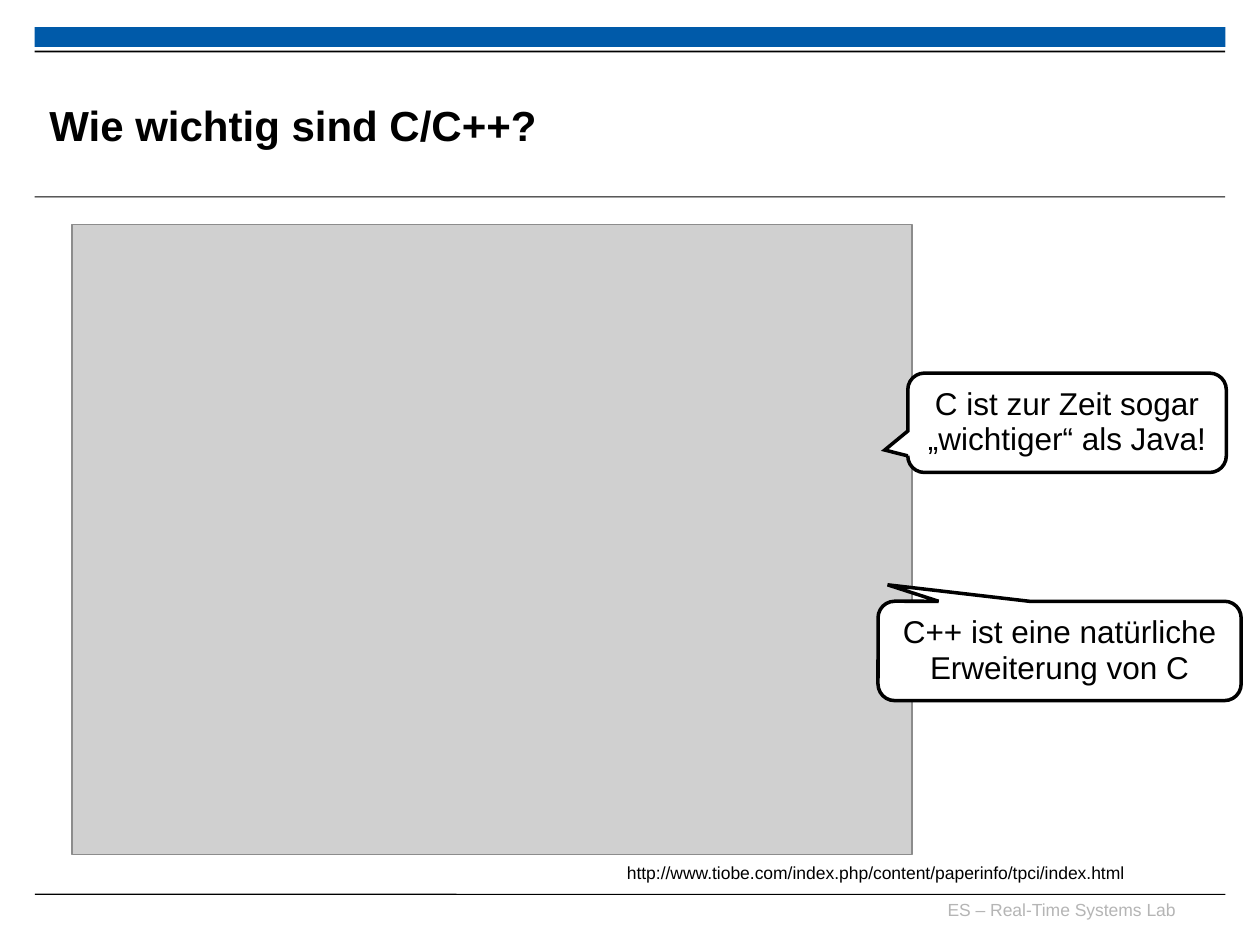
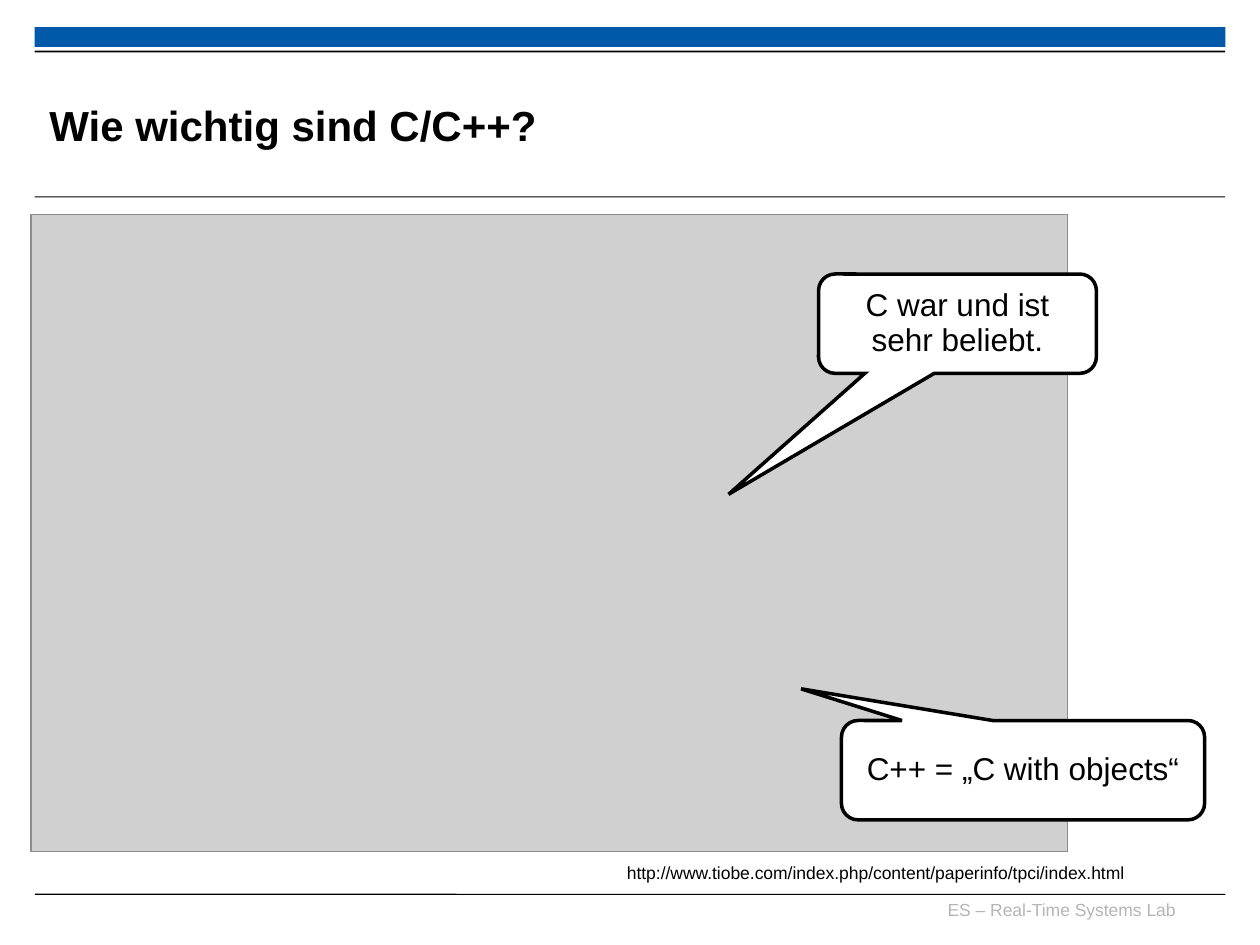
Before and after one commit to h82k/tud-cppp, a slide deck: slide 9 of Vorlesung/0 Organisatorisches_F6.ppt. Drawn at 1260x945 pixels with LibreOffice and Linux fonts; fonts in the diff are those of the drawing; grey boxes stand for pictures; background and template pictures are left out. Boxes give left, top, right and bottom in pixels: in the first picture for what was removed or moved away, otherwise in the second. Text is boxed around its words. In the diff, an @@ line names an element or a change of style, - is before the commit and + after.

```diff
--- a/Vorlesung/0 Organisatorisches_F6.ppt
+++ b/Vorlesung/0 Organisatorisches_F6.ppt
@@ picture resized from (x1=72, y1=224, x2=912, y2=854) to (x1=32, y1=214, x2=1068, y2=852) @@
@@ rounded speech box added at (x1=819, y1=275, x2=1097, y2=374), fill #FFFFFF, outline #000000 2.01 pt, 18 pt, text #000000 @@
+C war und ist sehr beliebt.
@@ rounded speech box removed at (x1=907, y1=373, x2=1226, y2=472) @@
-C ist zur Zeit sogar „wichtiger“ als Java!
@@ rounded speech box removed at (x1=878, y1=601, x2=1241, y2=701) @@
-C++ ist eine natürliche Erweiterung von C
@@ rounded speech box added at (x1=842, y1=721, x2=1205, y2=820), fill #FFFFFF, outline #000000 2.01 pt, 18 pt, text #000000 @@
+C++ = „C with objects“
```
Also in this commit, not shown: 7 other slides changed.

========================================

- [Your objective] Among the lines above, which ones include the word "outline"? Copy them.

- [Response to this exercise]
@@ rounded speech box added at (x1=819, y1=275, x2=1097, y2=374), fill #FFFFFF, outline #000000 2.01 pt, 18 pt, text #000000 @@
@@ rounded speech box added at (x1=842, y1=721, x2=1205, y2=820), fill #FFFFFF, outline #000000 2.01 pt, 18 pt, text #000000 @@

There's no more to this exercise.